───── SUPPLIED DATA ─────

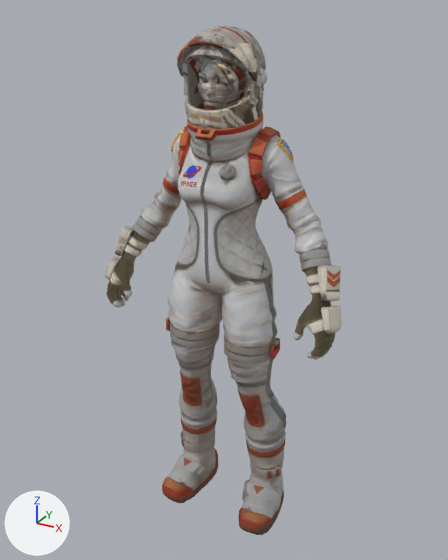
A saved change to the glTF model assets/imported/f_moonwalker_a.glb.
Before and after are seen from a camera (50 mm lens) standing at (0.981, -1.804, 1.9) and looking at (-0.022, 0.02, 0.988). Every picture has the same lights, and +X, +Y and +Z are marked at lower left. The older version comes first. Where no turn or scale is listed for an object, it has been applied to the vertices. Vertices at exactly the same position are counted once.

Objects in the first picture: 'SK_F_Med_Astronaut_01_Body_LOD0.mo', 'SK_F_Med_Astronaut_01_Body_LOD0.mo.001'.
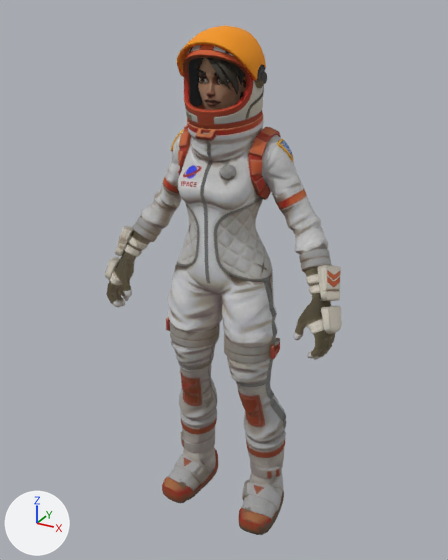
Boxes [x1, y1, x2, y2] around the edits, measured in the pictures (448 x 560 px):
'SK_F_Med_Astronaut_01_Body_LOD0.mo.001', recoloured: [177, 25, 267, 129] in both
part 1 of me_sk_f_med_astronaut_01_body_lod0_md, recoloured (darker): [195, 58, 245, 95] in both
part 2 of me_sk_f_med_astronaut_01_body_lod0_md, recoloured (darker): [197, 58, 246, 110] in both

Diff of the bpy script that builds the scene:
```diff
--- a/assets/imported/f_moonwalker_a.glb.py
+++ b/assets/imported/f_moonwalker_a.glb.py
@@ img_runtime_t_female_med_astronaut_01_helmet_d_png_001 @@
+img_runtime_t_female_med_astronaut_01_helmet_d_png_001 = load_image('runtime_T_Female_MED_Astronaut_01_Helmet_D_png_001', '_unpacked/runtime_T_Female_MED_Astronaut_01_Helmet_D_png_001', 1024, 1024, 'sRGB')
@@ img_runtime_t_female_med_astronaut_01_helmet_n_png_001_gl @@
+img_runtime_t_female_med_astronaut_01_helmet_n_png_001_gl = load_image('runtime_T_Female_MED_Astronaut_01_Helmet_N_png_001_gl', '_unpacked/runtime_T_Female_MED_Astronaut_01_Helmet_N_png_001_gl', 768, 768, 'Non-Color')
@@ img_runtime_f_med_commando_hair_01_d_png_002 @@
+img_runtime_f_med_commando_hair_01_d_png_002 = load_image('runtime_F_Med_Commando_Hair_01_D_png_002', '_unpacked/runtime_F_Med_Commando_Hair_01_D_png_002', 1024, 1024, 'sRGB')
@@ img_runtime_f_med_commando_hair_01_n_png_002_gl @@
+img_runtime_f_med_commando_hair_01_n_png_002_gl = load_image('runtime_F_Med_Commando_Hair_01_N_png_002_gl', '_unpacked/runtime_F_Med_Commando_Hair_01_N_png_002_gl', 768, 768, 'Non-Color')
@@ img_runtime_f_med_commando_head_01_n_png_gl @@
+img_runtime_f_med_commando_head_01_n_png_gl = load_image('runtime_F_MED_Commando_Head_01_N_png_gl', '_unpacked/runtime_F_MED_Commando_Head_01_N_png_gl', 768, 384, 'Non-Color')
@@ img_runtime_f_med_commando_head_01_d_png @@
+img_runtime_f_med_commando_head_01_d_png = load_image('runtime_F_MED_Commando_Head_01_D_png', '_unpacked/runtime_F_MED_Commando_Head_01_D_png', 1024, 512, 'sRGB')
@@ mat_f_med_astronaut_01_helmet_portable_0 @@
+mat_f_med_astronaut_01_helmet_portable_0 = bpy.data.materials.new('F_MED_Astronaut_01_Helmet_portable_0')
+# uses the picture img_runtime_t_female_med_astronaut_01_helmet_d_png_001
+# uses the picture img_runtime_t_female_med_astronaut_01_helmet_n_png_001_gl
@@ mat_f_med_commando_hair_ponytail_portable_0 @@
+mat_f_med_commando_hair_ponytail_portable_0 = bpy.data.materials.new('F_MED_Commando_Hair_Ponytail_portable_0')
+# uses the picture img_runtime_f_med_commando_hair_01_d_png_002
+# uses the picture img_runtime_f_med_commando_hair_01_n_png_002_gl
@@ mat_f_med_commando_head_01_portable_0 @@
+mat_f_med_commando_head_01_portable_0 = bpy.data.materials.new('F_MED_Commando_Head_01_portable_0')
+# uses the picture img_runtime_f_med_commando_head_01_d_png
+# uses the picture img_runtime_f_med_commando_head_01_n_png_gl
@@ me_sk_f_med_astronaut_01_body_lod0_md @@
 me_sk_f_med_astronaut_01_body_lod0_md.from_pydata(...)  # 11553 vertices, 22826 faces; spans x -0.46..0.46, y -0.13..0.2, z -0.01..1.83
 # used by ob_sk_f_med_astronaut_01_body_lod0_mo; location = (0.0, -0.034, 0.008)
+# me_sk_f_med_astronaut_01_body_lod0_md part 1: 2600 faces spanning x -0.09..0.09, y -0.1..0.2, z 1.54..1.83 switch from mat_f_med_astronaut_01_body_portable_0 to mat_f_med_commando_hair_ponytail_portable_0
+# me_sk_f_med_astronaut_01_body_lod0_md part 2: 5782 faces spanning x -0.09..0.09, y -0.09..0.11, z 1.48..1.8 switch from mat_f_med_astronaut_01_body_portable_0 to mat_f_med_commando_head_01_portable_0
@@ me_sk_f_med_astronaut_01_body_lod0_md_001 @@
 me_sk_f_med_astronaut_01_body_lod0_md_001.from_pydata(...)  # 989 vertices, 1938 faces; spans x -0.141..0.141, y -0.111..0.139, z 1.547..1.842
-me_sk_f_med_astronaut_01_body_lod0_md_001.materials.append(mat_f_med_astronaut_01_body_portable_0)
+me_sk_f_med_astronaut_01_body_lod0_md_001.materials.append(mat_f_med_astronaut_01_helmet_portable_0)
```
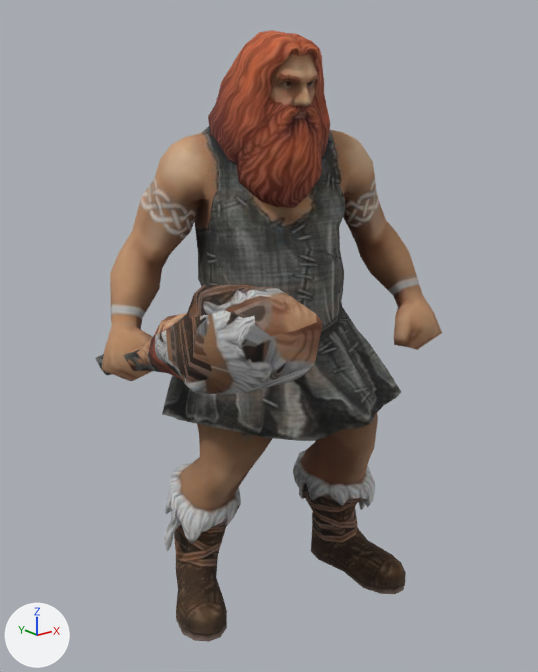
Renders of the glTF model public/assets/unit-models/74-mountaingiant.glb from each side of a commit.
Both versions are drawn from a camera (50 mm lens) standing at (-3.17, -3.94, 3.51) and looking at (-0.28, -0.33, 2.07). The lights are fixed; the arrows at lower left show +X, +Y and +Z. The picture after the commit comes second. Vertices at exactly the same position are counted once.
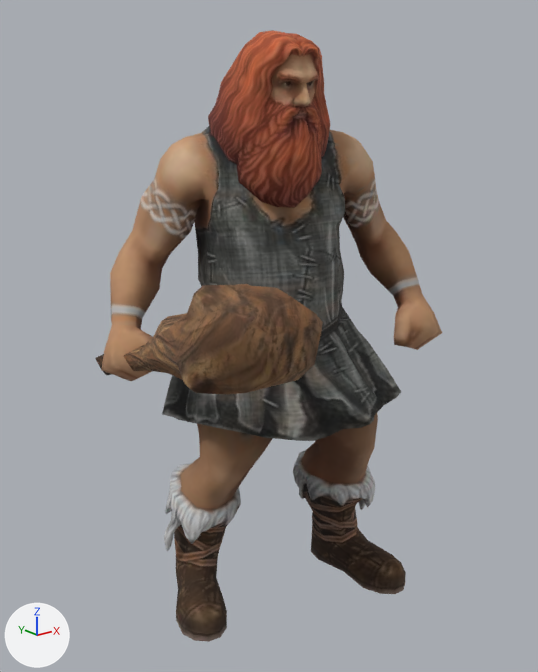
Pixel boxes (x1, y1, x2, y2) of what changed, in the pictures (538 x 672 px):
```json
{"part": 1, "of": "me_mesh_0", "change": "recoloured", "before": [96, 284, 323, 394], "after": [96, 284, 323, 394]}
```

Scene script edits in JSON lines:
```json
{"op": "add", "block": "img_image_1", "code": ["img_image_1 = load_image('Image_1', '_unpacked/Image_1', 512, 512, 'sRGB')"]}
{"op": "add", "block": "mat_material_1", "code": ["mat_material_1 = principled_material('Material_1')", "mat_material_1.texture = img_image_1", "mat_material_1.metallic = 0.05", "mat_material_1.roughness = 0.85"]}
{"block": "me_mesh_0", "where": "me_mesh_0.from_pydata(...)  # 1274 vertices, 2531 faces; spans x -1.42..1.02, y -1.64..0.76, z -0.03..3.93"}
{"block": "me_mesh_0", "where": "# used by ob_mesh_0; location = (0.0, 0.0, 0.0)"}
{"block": "me_mesh_0", "change": "me_mesh_0 part 1: 184 of the faces centred in x -1.4..-0.85, y -1.63..0.74, z 1.7..2.71 switch from mat_material_0 (picture img_image_0) to mat_material_1 (picture img_image_1)"}
```

─────

WORK TO COMPLETE:
Copy all the entries above exactly as they stand, except for the pictures.

EXPECTED OUTPUT:
A saved change to the glTF model assets/imported/f_moonwalker_a.glb.
Before and after are seen from a camera (50 mm lens) standing at (0.981, -1.804, 1.9) and looking at (-0.022, 0.02, 0.988). Every picture has the same lights, and +X, +Y and +Z are marked at lower left. The older version comes first. Where no turn or scale is listed for an object, it has been applied to the vertices. Vertices at exactly the same position are counted once.

Objects in the first picture: 'SK_F_Med_Astronaut_01_Body_LOD0.mo', 'SK_F_Med_Astronaut_01_Body_LOD0.mo.001'.
Boxes [x1, y1, x2, y2] around the edits, measured in the pictures (448 x 560 px):
'SK_F_Med_Astronaut_01_Body_LOD0.mo.001', recoloured: [177, 25, 267, 129] in both
part 1 of me_sk_f_med_astronaut_01_body_lod0_md, recoloured (darker): [195, 58, 245, 95] in both
part 2 of me_sk_f_med_astronaut_01_body_lod0_md, recoloured (darker): [197, 58, 246, 110] in both

Diff of the bpy script that builds the scene:
```diff
--- a/assets/imported/f_moonwalker_a.glb.py
+++ b/assets/imported/f_moonwalker_a.glb.py
@@ img_runtime_t_female_med_astronaut_01_helmet_d_png_001 @@
+img_runtime_t_female_med_astronaut_01_helmet_d_png_001 = load_image('runtime_T_Female_MED_Astronaut_01_Helmet_D_png_001', '_unpacked/runtime_T_Female_MED_Astronaut_01_Helmet_D_png_001', 1024, 1024, 'sRGB')
@@ img_runtime_t_female_med_astronaut_01_helmet_n_png_001_gl @@
+img_runtime_t_female_med_astronaut_01_helmet_n_png_001_gl = load_image('runtime_T_Female_MED_Astronaut_01_Helmet_N_png_001_gl', '_unpacked/runtime_T_Female_MED_Astronaut_01_Helmet_N_png_001_gl', 768, 768, 'Non-Color')
@@ img_runtime_f_med_commando_hair_01_d_png_002 @@
+img_runtime_f_med_commando_hair_01_d_png_002 = load_image('runtime_F_Med_Commando_Hair_01_D_png_002', '_unpacked/runtime_F_Med_Commando_Hair_01_D_png_002', 1024, 1024, 'sRGB')
@@ img_runtime_f_med_commando_hair_01_n_png_002_gl @@
+img_runtime_f_med_commando_hair_01_n_png_002_gl = load_image('runtime_F_Med_Commando_Hair_01_N_png_002_gl', '_unpacked/runtime_F_Med_Commando_Hair_01_N_png_002_gl', 768, 768, 'Non-Color')
@@ img_runtime_f_med_commando_head_01_n_png_gl @@
+img_runtime_f_med_commando_head_01_n_png_gl = load_image('runtime_F_MED_Commando_Head_01_N_png_gl', '_unpacked/runtime_F_MED_Commando_Head_01_N_png_gl', 768, 384, 'Non-Color')
@@ img_runtime_f_med_commando_head_01_d_png @@
+img_runtime_f_med_commando_head_01_d_png = load_image('runtime_F_MED_Commando_Head_01_D_png', '_unpacked/runtime_F_MED_Commando_Head_01_D_png', 1024, 512, 'sRGB')
@@ mat_f_med_astronaut_01_helmet_portable_0 @@
+mat_f_med_astronaut_01_helmet_portable_0 = bpy.data.materials.new('F_MED_Astronaut_01_Helmet_portable_0')
+# uses the picture img_runtime_t_female_med_astronaut_01_helmet_d_png_001
+# uses the picture img_runtime_t_female_med_astronaut_01_helmet_n_png_001_gl
@@ mat_f_med_commando_hair_ponytail_portable_0 @@
+mat_f_med_commando_hair_ponytail_portable_0 = bpy.data.materials.new('F_MED_Commando_Hair_Ponytail_portable_0')
+# uses the picture img_runtime_f_med_commando_hair_01_d_png_002
+# uses the picture img_runtime_f_med_commando_hair_01_n_png_002_gl
@@ mat_f_med_commando_head_01_portable_0 @@
+mat_f_med_commando_head_01_portable_0 = bpy.data.materials.new('F_MED_Commando_Head_01_portable_0')
+# uses the picture img_runtime_f_med_commando_head_01_d_png
+# uses the picture img_runtime_f_med_commando_head_01_n_png_gl
@@ me_sk_f_med_astronaut_01_body_lod0_md @@
 me_sk_f_med_astronaut_01_body_lod0_md.from_pydata(...)  # 11553 vertices, 22826 faces; spans x -0.46..0.46, y -0.13..0.2, z -0.01..1.83
 # used by ob_sk_f_med_astronaut_01_body_lod0_mo; location = (0.0, -0.034, 0.008)
+# me_sk_f_med_astronaut_01_body_lod0_md part 1: 2600 faces spanning x -0.09..0.09, y -0.1..0.2, z 1.54..1.83 switch from mat_f_med_astronaut_01_body_portable_0 to mat_f_med_commando_hair_ponytail_portable_0
+# me_sk_f_med_astronaut_01_body_lod0_md part 2: 5782 faces spanning x -0.09..0.09, y -0.09..0.11, z 1.48..1.8 switch from mat_f_med_astronaut_01_body_portable_0 to mat_f_med_commando_head_01_portable_0
@@ me_sk_f_med_astronaut_01_body_lod0_md_001 @@
 me_sk_f_med_astronaut_01_body_lod0_md_001.from_pydata(...)  # 989 vertices, 1938 faces; spans x -0.141..0.141, y -0.111..0.139, z 1.547..1.842
-me_sk_f_med_astronaut_01_body_lod0_md_001.materials.append(mat_f_med_astronaut_01_body_portable_0)
+me_sk_f_med_astronaut_01_body_lod0_md_001.materials.append(mat_f_med_astronaut_01_helmet_portable_0)
```
Renders of the glTF model public/assets/unit-models/74-mountaingiant.glb from each side of a commit.
Both versions are drawn from a camera (50 mm lens) standing at (-3.17, -3.94, 3.51) and looking at (-0.28, -0.33, 2.07). The lights are fixed; the arrows at lower left show +X, +Y and +Z. The picture after the commit comes second. Vertices at exactly the same position are counted once.
Pixel boxes (x1, y1, x2, y2) of what changed, in the pictures (538 x 672 px):
```json
{"part": 1, "of": "me_mesh_0", "change": "recoloured", "before": [96, 284, 323, 394], "after": [96, 284, 323, 394]}
```

Scene script edits in JSON lines:
```json
{"op": "add", "block": "img_image_1", "code": ["img_image_1 = load_image('Image_1', '_unpacked/Image_1', 512, 512, 'sRGB')"]}
{"op": "add", "block": "mat_material_1", "code": ["mat_material_1 = principled_material('Material_1')", "mat_material_1.texture = img_image_1", "mat_material_1.metallic = 0.05", "mat_material_1.roughness = 0.85"]}
{"block": "me_mesh_0", "where": "me_mesh_0.from_pydata(...)  # 1274 vertices, 2531 faces; spans x -1.42..1.02, y -1.64..0.76, z -0.03..3.93"}
{"block": "me_mesh_0", "where": "# used by ob_mesh_0; location = (0.0, 0.0, 0.0)"}
{"block": "me_mesh_0", "change": "me_mesh_0 part 1: 184 of the faces centred in x -1.4..-0.85, y -1.63..0.74, z 1.7..2.71 switch from mat_material_0 (picture img_image_0) to mat_material_1 (picture img_image_1)"}
```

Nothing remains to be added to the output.